We have a CI job to spot unwanted utf8 letters in #curl PRs as we have noticed that GitHub will gladly show the for example (identical) Cyrillic version of a letter next to the Latin version in a diff and it is yes, entirely impossible for a human to spot the diff. I mean the diff is shown, but the significance of it is not.

Changing just a single letter like that in a URL hostname opens up for a world of grief.

@bagder That means that somebody actually sat down and browsed all the fonts to find the 2 characters which look exactly alike?

Just imagine these people would spend their time doing something productive for a change...

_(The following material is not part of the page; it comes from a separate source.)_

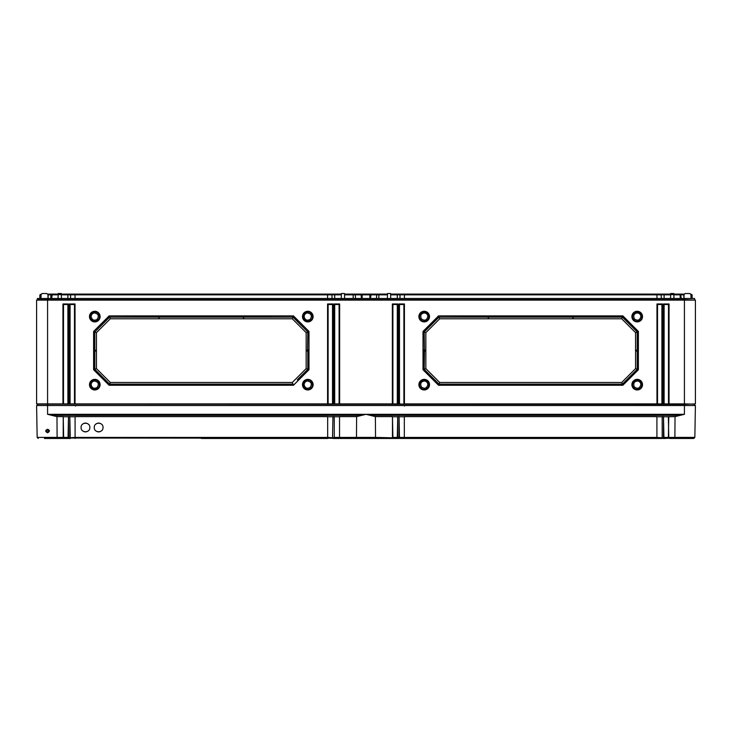 <?xml version="1.0" encoding="UTF-8"?>
<svg xmlns="http://www.w3.org/2000/svg" width="732" height="732" viewBox="0 0 732 732"><rect width="100%" height="100%" fill="white"/><g stroke="black" fill="none" stroke-linecap="round" stroke-linejoin="round"><path stroke-width="1.1" d="M390.632 294.081L660.923 294.081L661.435 298.473M387.484 294.081L344.516 294.081M341.368 294.081L327.57 294.081L327.57 298.473M61.342 294.081L327.57 294.081M58.157 294.081L52.146 294.081L51.789 298.473M47.809 294.081L52.146 294.081M41.056 294.85L39.885 294.85L41.202 294.081M690.798 294.081L692.115 294.85L692.179 298.473M684.191 294.081L680.687 294.081L681.199 298.473M673.843 294.081L680.687 294.081M670.658 294.081L660.923 294.081M404.43 294.081L404.43 294.85L664.107 294.85L664.107 298.473M71.077 294.081L70.629 294.85L331.971 294.85L332.035 298.473L331.971 294.85L334.707 294.85L334.707 298.473M37.423 405.528L37.423 404.357L36.6 403.881L36.6 300.12L37.423 299.644L37.423 298.473L694.577 298.473L694.577 299.644L695.4 300.12L684.42 299.644L684.42 298.473M36.6 403.881L47.58 403.881L47.58 300.12L36.6 300.12L37.423 299.644L684.42 299.644L684.42 300.12L47.58 300.12L47.58 298.473M684.42 300.12L695.4 300.12L695.4 403.881L694.851 404.201L684.42 403.881L684.42 300.12M674.895 437.388L694.842 437.388L695.4 405.528L684.42 405.528L684.42 404.357L695.4 403.881M675.032 416.618L674.895 437.407L668.774 437.425L668.334 416.737L675.032 416.618L684.42 414.321L684.42 405.528L47.58 405.528L47.58 403.881L62.952 403.881L62.952 303.963L68.442 303.963L68.442 403.881L69.54 403.881L69.54 303.963L75.03 303.963L75.03 403.881L327.57 403.881L327.57 303.963L333.06 303.963L333.06 403.881L334.158 403.881L334.158 303.963L339.648 303.963L339.648 403.881L392.352 403.881L392.352 303.963L397.842 303.963L397.842 403.881L398.94 403.881L398.94 303.963L404.43 303.963L404.43 403.881L656.97 403.881L656.97 303.963L662.46 303.963L662.46 403.881L663.558 403.881L663.558 303.963L669.048 303.963L669.048 403.881L684.42 403.881L684.42 404.357L37.149 404.201M642.522 316.59A5.316 5.316 0 0 1 637.206 321.906A5.316 5.316 0 0 1 631.89 316.59A5.316 5.316 0 0 1 637.206 311.274A5.316 5.316 0 0 1 642.522 316.59M429.51 316.59A5.316 5.316 0 0 1 424.194 321.906A5.316 5.316 0 0 1 418.878 316.59A5.316 5.316 0 0 1 424.194 311.274A5.316 5.316 0 0 1 429.51 316.59M642.513 384.666A5.307 5.307 0 0 1 637.206 389.973A5.307 5.307 0 0 1 631.899 384.666A5.307 5.307 0 0 1 637.206 379.359A5.307 5.307 0 0 1 642.513 384.666M429.501 384.666A5.307 5.307 0 0 1 424.194 389.973A5.307 5.307 0 0 1 418.887 384.666A5.307 5.307 0 0 1 424.194 379.359A5.307 5.307 0 0 1 429.501 384.666M438.523 385.261L423.005 369.742L423.005 331.422L438.523 315.895L622.877 315.895L638.396 331.422L638.396 369.742L622.877 385.261L438.523 385.261L622.841 385.215L638.304 369.752L638.322 351.461L637.206 351.461L637.206 369.294L622.383 384.117L439.017 384.117L438.56 385.215L423.005 369.742M89.478 316.59A5.316 5.316 0 0 0 94.794 321.906A5.316 5.316 0 0 0 100.11 316.59A5.316 5.316 0 0 0 94.794 311.274A5.316 5.316 0 0 0 89.478 316.59M302.49 316.59A5.316 5.316 0 0 0 307.806 321.906A5.316 5.316 0 0 0 313.122 316.59A5.316 5.316 0 0 0 307.806 311.274A5.316 5.316 0 0 0 302.49 316.59M89.487 384.666A5.307 5.307 0 0 0 94.794 389.973A5.307 5.307 0 0 0 100.101 384.666A5.307 5.307 0 0 0 94.794 379.359A5.307 5.307 0 0 0 89.487 384.666M302.499 384.666A5.307 5.307 0 0 0 307.806 389.973A5.307 5.307 0 0 0 313.113 384.666A5.307 5.307 0 0 0 307.806 379.359A5.307 5.307 0 0 0 302.499 384.666M293.477 385.261L308.995 369.742L308.995 331.422L293.477 315.895L109.123 315.895L93.605 331.422L93.605 369.742L109.123 385.261L293.477 385.261L292.983 384.117L109.617 384.117L105.326 379.826M398.94 303.963L399.489 304.512L403.881 304.512L403.881 404.201L404.43 403.881M404.43 303.963L403.881 304.512M662.46 403.881L656.97 403.881M669.048 403.881L663.558 403.881M68.442 403.881L62.952 403.881M75.03 403.881L69.54 403.881M333.06 403.881L327.57 403.881M339.648 403.881L334.158 403.881M397.842 403.881L392.352 403.881M403.881 404.201L398.94 403.881M657.519 404.201L657.519 304.512L661.911 304.512L661.911 404.201M656.97 303.963L657.519 304.512M662.46 303.963L661.911 304.512M664.107 404.201L664.107 304.512L668.499 304.512L668.499 404.201M70.089 404.201L70.089 304.512L74.481 304.512L74.481 404.201M63.501 404.201L63.501 304.512L67.893 304.512L67.893 404.201M669.048 303.963L668.499 304.512M663.558 303.963L664.107 304.512M75.03 303.963L74.481 304.512M69.54 303.963L70.089 304.512M68.442 303.963L67.893 304.512M62.952 303.963L63.501 304.512M694.577 405.528L694.577 404.357M691.008 298.473L690.944 294.612L689.846 293.532L685.143 293.532L689.846 293.532M670.585 298.473L670.668 293.532L673.833 293.532L673.98 298.473M42.154 293.532L46.857 293.532L42.154 293.532L41.056 294.612L40.992 298.473M58.075 298.473L58.167 293.532L61.332 293.532L61.415 298.473M679.854 294.081L680.174 294.85L673.861 294.85M680.211 298.473L680.174 294.85L683.871 294.85L683.871 298.473M684.045 294.85L683.871 294.081M690.944 294.85L692.115 294.85M51.313 294.081L50.865 294.85L47.955 294.85M50.801 298.473L50.865 294.85L58.139 294.85M70.565 298.473L70.629 294.85L61.351 294.85M48.019 298.473L47.955 294.612L46.857 293.532M39.885 294.85L39.821 298.473M670.649 294.85L664.107 294.85L664.107 294.081M683.981 298.473L684.045 294.612L685.143 293.532M673.925 298.473L673.852 294.612L670.649 294.612M390.705 298.473L390.623 293.532L387.493 293.532L387.411 298.473M344.589 298.473L344.507 293.532L341.377 293.532L341.295 298.473M387.475 294.85L344.525 294.85M341.359 294.85L334.707 294.85L334.707 294.081M331.523 294.081L331.971 294.85M400.477 294.081L400.029 294.85L390.641 294.85M404.43 298.473L404.43 294.85L400.029 294.85L399.965 298.473L400.029 294.85M328.119 404.201L328.119 304.512L332.511 304.512L332.511 404.201M327.57 303.963L328.119 304.512M333.06 303.963L332.511 304.512M399.489 404.201L399.489 304.512M392.901 404.201L392.901 304.512L397.293 304.512L397.293 404.201M334.707 404.201L334.707 304.512L339.099 304.512L339.099 404.201M397.842 303.963L397.293 304.512M392.352 303.963L392.901 304.512M339.648 303.963L339.099 304.512M334.158 303.963L334.707 304.512M642.422 316.59A5.216 5.216 0 0 1 637.206 321.805A5.216 5.216 0 0 1 631.991 316.59A5.216 5.216 0 0 1 636.657 311.402L636.657 312.189L637.755 312.189L637.755 311.402A5.216 5.216 0 0 1 642.422 316.59M636.657 311.402L637.755 311.402L637.755 312.189M636.657 311.96A4.667 4.667 0 0 0 632.558 316.956A4.667 4.667 0 0 0 637.389 321.257A4.667 4.667 0 0 0 641.873 316.59A4.667 4.667 0 0 0 637.755 311.96M637.755 312.948C634.141 313.241 632.997 315.208 634.333 318.85C637.554 321.138 639.741 320.387 640.866 316.59A3.66 3.66 0 0 0 637.746 312.976M429.41 316.59A5.216 5.216 0 0 1 424.194 321.805A5.216 5.216 0 0 1 418.978 316.59A5.216 5.216 0 0 1 423.645 311.402L423.645 312.189L424.743 312.189L424.743 311.402A5.216 5.216 0 0 1 429.41 316.59M423.645 311.402L424.743 311.402L424.743 312.189M423.645 311.96A4.667 4.667 0 0 0 419.546 316.956A4.667 4.667 0 0 0 424.377 321.257A4.667 4.667 0 0 0 428.861 316.59A4.667 4.667 0 0 0 424.743 311.96M424.743 312.948C421.129 313.241 419.985 315.208 421.321 318.85C424.542 321.138 426.729 320.387 427.854 316.59A3.66 3.66 0 0 0 424.734 312.976M642.422 384.666A5.216 5.216 0 0 1 637.206 389.882A5.216 5.216 0 0 1 631.991 384.666A5.216 5.216 0 0 1 636.657 379.478L636.657 380.265L637.755 380.265L637.755 379.478A5.216 5.216 0 0 1 642.422 384.666M636.657 380.036A4.667 4.667 0 0 0 632.558 385.032A4.667 4.667 0 0 0 637.389 389.333A4.667 4.667 0 0 0 641.873 384.666A4.667 4.667 0 0 0 637.755 380.036M637.755 379.478L636.657 379.478M637.755 381.024C634.141 381.317 632.997 383.284 634.333 386.926C637.554 389.214 639.741 388.463 640.866 384.666A3.66 3.66 0 0 0 637.746 381.052M429.41 384.666A5.216 5.216 0 0 1 424.194 389.882A5.216 5.216 0 0 1 418.978 384.666A5.216 5.216 0 0 1 423.645 379.478L423.645 380.265L424.743 380.265L424.743 379.478A5.216 5.216 0 0 1 429.41 384.666M423.645 379.478L424.743 379.478L424.743 380.265M423.645 380.036A4.667 4.667 0 0 0 419.546 385.032A4.667 4.667 0 0 0 424.377 389.333A4.667 4.667 0 0 0 428.861 384.666A4.667 4.667 0 0 0 424.743 380.036M424.743 381.024C421.129 381.317 419.985 383.284 421.321 386.926C424.542 389.214 426.729 388.463 427.854 384.666A3.66 3.66 0 0 0 424.734 381.052M439.703 382.47L425.841 368.608L425.841 332.648L439.703 318.786L621.697 318.786L635.559 332.648L635.559 368.608L621.697 382.47L439.703 382.47L439.017 384.117L424.194 369.294L423.096 369.752L423.078 349.795L424.45 349.795L424.194 331.962L439.017 317.139L438.56 316.041L423.096 331.505L423.096 349.786L424.194 349.795M439.017 384.117L434.726 379.826M424.194 369.294L424.194 351.461L423.096 351.47L424.45 351.461L424.194 369.294L425.841 368.608M635.559 332.648L637.206 331.962L637.206 349.795L636.41 350.912L637.206 351.461L637.206 369.294L638.396 369.742M423.069 350.912L424.99 350.912L424.45 351.461M423.005 331.422L424.194 331.962L434.634 321.531M637.206 349.795L638.322 349.795L638.322 351.461L636.95 351.461M424.45 349.795L424.99 350.912M425.841 332.648L424.194 331.962M439.703 318.786L439.017 317.139L440.142 317.139M621.697 382.47L622.877 385.261M635.559 368.608L637.206 369.294M636.95 349.795L638.322 349.795L638.304 331.505L622.841 316.041L573.806 316.014L573.797 317.13L573.815 316.041M638.396 331.422L637.206 331.962L626.766 321.531M626.674 379.826L622.383 384.117M621.258 317.139L622.383 317.139L637.206 331.962M572.689 317.633L572.14 316.014L572.689 315.995L572.689 317.633L573.257 317.633L573.797 317.13L622.383 317.139L622.877 315.895M487.585 316.041L487.603 317.13L487.585 316.041L438.523 315.895M487.594 316.014L488.143 315.995L488.143 317.633L489.251 317.13L489.26 316.014L489.251 317.13L572.149 317.13L572.14 316.014M572.131 316.041L489.269 316.041M488.143 317.633L487.603 317.13L439.017 317.139M572.689 315.995L573.806 316.014M488.143 315.995L489.26 316.014M621.697 318.786L622.383 317.139M89.579 316.59A5.216 5.216 0 0 0 94.794 321.805A5.216 5.216 0 0 0 100.01 316.59A5.216 5.216 0 0 0 95.343 311.402L94.245 311.402A5.216 5.216 0 0 0 89.579 316.59M95.343 311.96A4.667 4.667 0 0 1 99.442 316.956A4.667 4.667 0 0 1 94.611 321.257A4.667 4.667 0 0 1 90.127 316.59A4.667 4.667 0 0 1 94.245 311.96M94.245 311.402L94.245 312.189L95.343 312.189L95.343 311.402M91.134 316.59C91.271 314.641 92.314 313.415 94.263 312.912C98.417 313.699 99.36 315.876 97.091 319.436C93.925 320.955 91.939 320.003 91.134 316.59M302.591 316.59A5.216 5.216 0 0 0 307.806 321.805A5.216 5.216 0 0 0 313.022 316.59A5.216 5.216 0 0 0 308.355 311.402L307.257 311.402A5.216 5.216 0 0 0 302.591 316.59M308.355 311.96A4.667 4.667 0 0 1 312.454 316.956A4.667 4.667 0 0 1 307.623 321.257A4.667 4.667 0 0 1 303.139 316.59A4.667 4.667 0 0 1 307.257 311.96M304.146 316.59C304.951 320.003 306.937 320.955 310.103 319.436C312.372 315.876 311.429 313.699 307.275 312.912C305.326 313.415 304.283 314.641 304.146 316.59M307.257 311.402L307.257 312.189L308.355 312.189L308.355 311.402M94.245 380.265L94.245 379.478A5.216 5.216 0 0 0 89.579 384.666A5.216 5.216 0 0 0 94.794 389.882A5.216 5.216 0 0 0 100.01 384.666A5.216 5.216 0 0 0 95.343 379.478L94.245 379.478L94.245 380.265L95.343 380.265L95.343 379.478L95.343 380.036A4.667 4.667 0 0 1 99.442 385.032A4.667 4.667 0 0 1 94.611 389.333A4.667 4.667 0 0 1 90.127 384.666A4.667 4.667 0 0 1 94.245 380.036M91.134 384.666C91.939 388.079 93.925 389.031 97.091 387.512C99.36 383.952 98.417 381.775 94.263 380.988C92.314 381.491 91.271 382.717 91.134 384.666M302.591 384.666A5.216 5.216 0 0 0 307.806 389.882A5.216 5.216 0 0 0 313.022 384.666A5.216 5.216 0 0 0 308.355 379.478L307.257 379.478A5.216 5.216 0 0 0 302.591 384.666M308.355 380.036A4.667 4.667 0 0 1 312.454 385.032A4.667 4.667 0 0 1 307.623 389.333A4.667 4.667 0 0 1 303.139 384.666A4.667 4.667 0 0 1 307.257 380.036M307.257 379.478L307.257 380.265L308.355 380.265L308.355 379.478M304.146 384.666C304.283 382.717 305.326 381.491 307.275 380.988C311.429 381.775 312.372 383.952 310.103 387.512C306.937 389.031 304.951 388.079 304.146 384.666M308.995 369.742L293.44 385.215L109.16 385.215L109.617 384.117L94.794 369.294L94.794 351.461L94.794 369.294L93.696 369.752L93.696 351.47L95.59 350.912L94.794 349.795L94.794 331.962L109.617 317.139L158.204 317.13L158.194 316.014L158.743 315.995L159.86 316.014L159.86 317.13L242.75 317.13L242.74 316.014L243.857 315.995L244.406 316.014L244.397 317.13L292.983 317.139L307.806 331.962L307.55 349.795L308.922 349.795L307.806 349.795M307.55 351.461L308.922 351.461L307.01 350.912L308.931 350.912L308.904 369.752L307.806 369.294L297.274 379.826M109.123 385.261L93.605 369.742M95.05 351.461L93.678 351.461L93.678 349.795L94.794 349.795M307.01 350.912L307.55 349.795M307.806 369.294L307.806 351.461L307.806 369.294L306.159 368.608L292.297 382.47L110.303 382.47L96.441 368.608L96.441 332.648L94.794 331.962L105.234 321.531M96.441 332.648L110.303 318.786L292.297 318.786L306.159 332.648L306.159 368.608M306.159 332.648L308.904 331.505L308.931 350.912M308.995 331.422L293.44 316.041L292.297 318.786M93.605 331.422L109.16 316.041L109.617 317.139L110.742 317.139M95.05 349.795L93.678 349.795L93.696 331.505L94.794 331.962M96.441 368.608L94.794 369.294M110.303 318.786L109.617 317.139M292.297 382.47L292.983 384.117M110.303 382.47L109.617 384.117M244.406 316.014L243.857 317.633L242.75 317.13L242.74 316.014M159.86 316.014L159.311 317.633L158.204 317.13L158.194 316.014M291.858 317.139L292.983 317.139M244.415 316.041L293.477 315.895M159.869 316.041L242.731 316.041M109.123 315.895L158.185 316.041M297.366 321.531L307.806 331.962M44.451 438.468L66.731 438.468L56.364 438.468L63.199 438.468L63.226 416.618L56.968 416.618L47.58 414.321L47.58 405.528L36.6 405.528L37.158 437.388L57.105 437.388M56.968 416.618L57.105 437.407L56.364 438.468L55.138 438.468L62.074 438.468M47.58 432.758C45.146 431.541 45.146 430.37 47.58 429.245C49.959 430.279 49.959 431.45 47.58 432.758L46.372 430.992M47.58 429.245L48.788 430.983L47.58 432.173L46.372 430.974L47.58 429.785L48.788 430.983L47.58 432.2M675.737 438.468L693.103 438.468L675.737 438.468M68.872 438.468L46.747 438.468L68.488 438.468L63.657 438.029L63.226 416.618M674.895 437.407L675.636 438.468L693.744 438.468L694.842 437.388L693.744 438.468M675.636 438.468L663.951 438.029L663.503 416.618L662.186 416.618L662.195 438.468L399.69 438.468L404.311 438.468L399.48 438.029L399.05 416.618L397.732 416.618L397.723 438.468L385.7 438.468M669.926 438.468L685.253 438.468M681.519 438.468L661.81 438.248M676.862 438.468L680.586 438.468M665.269 438.468L663.155 438.468L663.942 437.407L663.951 437.919L663.942 437.407L661.746 437.855M332.584 438.248L70.254 438.029M333.929 438.468L345.367 438.468L333.929 438.468M201.382 438.468L327.689 438.468L327.68 416.618L75.085 416.618L75.085 438.468M68.964 438.468L70.455 438.468L68.964 438.468M69.814 438.102L69.814 416.618L68.497 416.618L68.058 437.407L57.105 437.407L56.364 438.468L55.138 438.468M392.901 437.571L392.434 438.468L392.901 437.809L392.434 438.468L339.566 438.468L339.099 437.544M386.633 438.468L399.041 438.468L392.892 438.029M530.618 438.468L656.915 438.468L656.915 416.618L404.32 416.618L404.32 437.425L399.489 437.919M333.893 438.468L328.128 438.029L328.119 437.407L74.646 437.407L74.646 437.919L70.254 437.919M398.107 438.468L399.041 438.468L399.489 437.544M346.3 438.468L334.277 438.468L334.268 416.618L332.95 416.618L332.52 438.029M398.199 438.468L399.48 438.029M399.05 438.102L399.05 437.425L397.293 437.407L397.732 416.618M392.901 416.773L397.293 416.773M392.462 438.102L392.462 416.618L392.901 437.407L397.293 437.397L397.275 437.919L392.901 437.919L395.033 438.468M392.462 416.618L375.388 416.618L366 414.321L356.612 416.618L339.538 416.618L339.538 438.102M663.942 416.773L668.334 416.773M662.186 438.102L662.186 416.618M657.354 416.773L661.746 416.773M656.915 438.102L656.915 437.425L404.32 437.425L404.32 438.102L404.32 416.618M399.489 416.773L403.881 416.773M75.085 438.102L75.085 416.618M70.254 416.773L74.646 416.773M69.814 416.618L70.254 437.809L74.646 437.397L74.646 438.029M63.666 416.773L68.058 416.773M356.612 416.618L356.475 437.407L339.538 437.425L339.538 416.618M334.707 416.773L339.099 416.773M334.268 438.102L334.268 437.425L332.511 437.809L332.95 416.618M328.119 416.773L332.511 416.773M399.05 416.618L399.05 437.425L403.881 437.397L403.872 438.029M332.511 437.919L328.128 437.919M339.108 438.029L334.725 437.919M392.901 437.809L375.525 437.407L374.784 438.468L375.525 437.407L375.388 416.618M334.277 438.468L334.707 437.809M397.732 438.102L397.293 437.407L397.284 438.029M668.774 416.618L668.362 438.029M357.216 438.468L356.475 437.407L357.216 438.468M81.069 427.488C80.849 433.152 90.073 433.152 89.853 427.488C90.073 421.824 80.849 421.824 81.069 427.488M94.245 427.488C94.025 433.152 103.249 433.152 103.029 427.488C103.249 421.824 94.025 421.824 94.245 427.488M68.049 437.919L63.666 437.919L68.049 438.029L68.058 437.544M68.497 438.102L68.497 437.425L68.488 438.468L68.049 438.029M661.746 437.919L657.354 437.919M666.202 438.468L668.334 437.919L663.951 437.919M656.915 438.468L657.354 437.544M63.226 438.102L63.666 437.407M83.841 431.569A4.392 4.392 0 0 0 87.081 431.569M87.081 423.407A4.392 4.392 0 0 0 83.841 423.407M97.017 431.569A4.392 4.392 0 0 0 100.257 431.569M100.257 423.407A4.392 4.392 0 0 0 97.017 423.407M656.97 294.081L656.97 298.473M75.03 294.081L75.03 298.473M48.129 294.081L48.129 298.473M61.351 294.612L58.148 294.612L58.02 298.473M67.893 294.081L67.893 298.473M370.95 294.081L370.584 298.473M376.806 294.081L376.44 298.473M369.861 294.081L369.861 298.473M362.139 294.081L362.139 298.473M361.05 294.081L361.416 298.473M355.194 294.081L355.56 298.473M353.181 294.081L353.181 298.473M378.819 294.081L378.819 298.473M397.293 294.081L397.293 298.473M423.069 350.344L424.99 350.344M636.41 350.912L638.331 350.912M636.41 350.344L638.331 350.344M573.257 315.995L573.257 317.633M488.711 315.995L488.711 317.633M307.01 350.344L308.931 350.344M93.669 350.912L95.59 350.912M93.669 350.344L95.59 350.344M243.857 317.633L243.857 315.995M243.289 317.633L243.289 315.995M159.311 317.633L159.311 315.995M158.743 317.633L158.743 315.995M663.503 438.102L663.503 416.618M680.348 415.355L370.072 415.355M361.928 415.355L51.652 415.355M327.68 438.102L327.68 416.618M332.511 437.809L328.119 437.397M339.099 437.407L334.268 437.425L334.268 416.618M336.967 438.468L337.278 438.029L334.716 438.029M661.746 437.809L656.915 437.425L656.915 416.618M668.334 437.407L663.942 437.397M684.42 414.321L47.58 414.321M375.525 437.388L356.475 437.388M68.497 416.618L68.497 437.425L70.254 437.407M661.746 438.029L657.354 438.029M404.43 405.528L404.43 406.068M75.579 405.528L75.579 406.068M46.372 430.983L47.58 429.785M399.041 438.468L399.489 437.809M37.158 437.388L38.256 438.468L37.158 437.388L36.756 414.321M69.805 438.468L70.254 437.809"/></g></svg>

@Brokar there are actually lots of tools that do exactly that. Here's one: https://util.unicode.org/UnicodeJsps/confusables.jsp
Unicode Utilities: Confusables

@Brokar you don't need to browse all fonts when you have Cyrillic layout. They're literally on the same key, so you can even swap them by accident!

@bagder

That means that somebody actually sat down and browsed all the fonts to find the 2 characters which look exactly alike?
Рrеttу surе thеrе аrе tооls fоr thаt, аlsо it usuаllу is еnоugh just tо knоw thе оthеr sсriрt, nо nееd tо sсоur fоnts ;)

CC: @bagder@mastodon.social

@Brokar @bagder

Unicode themselves handles this problem: https://www.unicode.org/reports/tr39/#Confusable_Detection

Confusables become readily apparent for readiers of the non-English script when they learn English. Not much work involved finding them.

UTS #39: Unicode Security Mechanisms

@Brokar @bagder well, it's not only about fonts itself, but different unicode entries being equivalent as well.

Rendering Latin H just the same as Greek H - yet, another question/problem in hand.